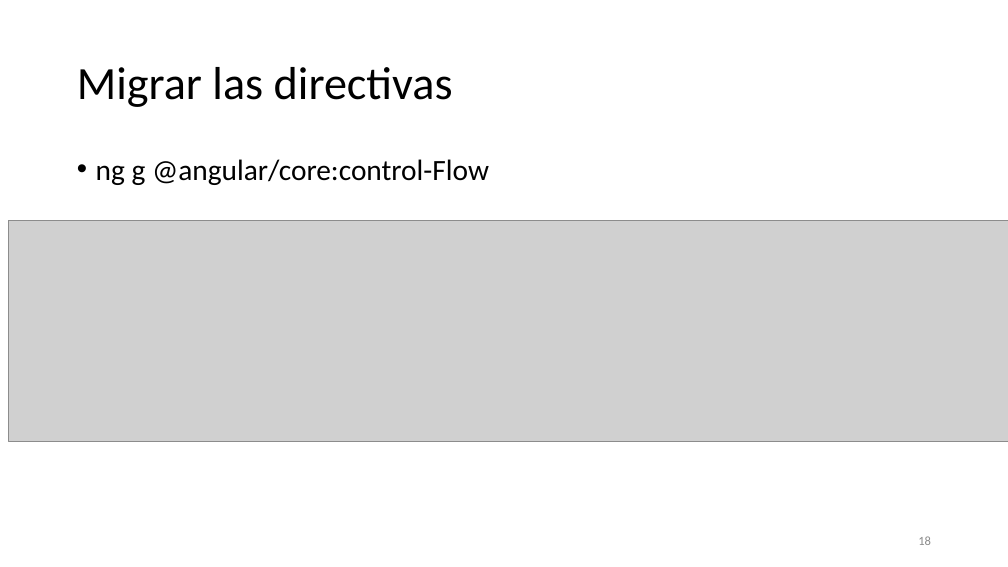
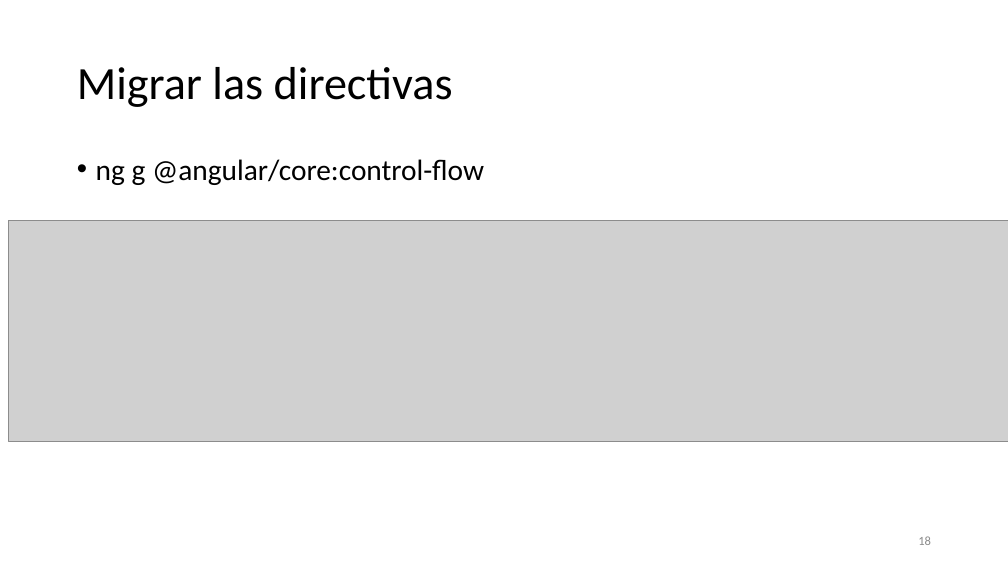
Before and after one commit to karemgithub/Curso-ProgramacionWeb, a slide deck: slide 18 of Clase15_Migración_Angular17/Módulo 4.8_Migración_Angular17.pptx. Drawn at 1008x567 pixels with LibreOffice and Linux fonts; fonts in the diff are those of the drawing; grey boxes stand for pictures. Boxes give left, top, right and bottom in pixels: in the first picture for what was removed or moved away, otherwise in the second. Text is boxed around its words. In the diff, an @@ line names an element or a change of style, - is before the commit and + after.

Commit message:
Agregar clase 15

```diff
--- a/Clase15_Migración_Angular17/Módulo 4.8_Migración_Angular17.pptx
+++ b/Clase15_Migración_Angular17/Módulo 4.8_Migración_Angular17.pptx
@@ text at box(96, 159, 484, 185): text changed @@
-• ng g @angular/core:control-Flow
+• ng g @angular/core:control-flow
```
________________
● **What to work on**
Scan the records above for the word "control" and return every line where it occurs.

● **Output below**
-• ng g @angular/core:control-Flow
+• ng g @angular/core:control-flow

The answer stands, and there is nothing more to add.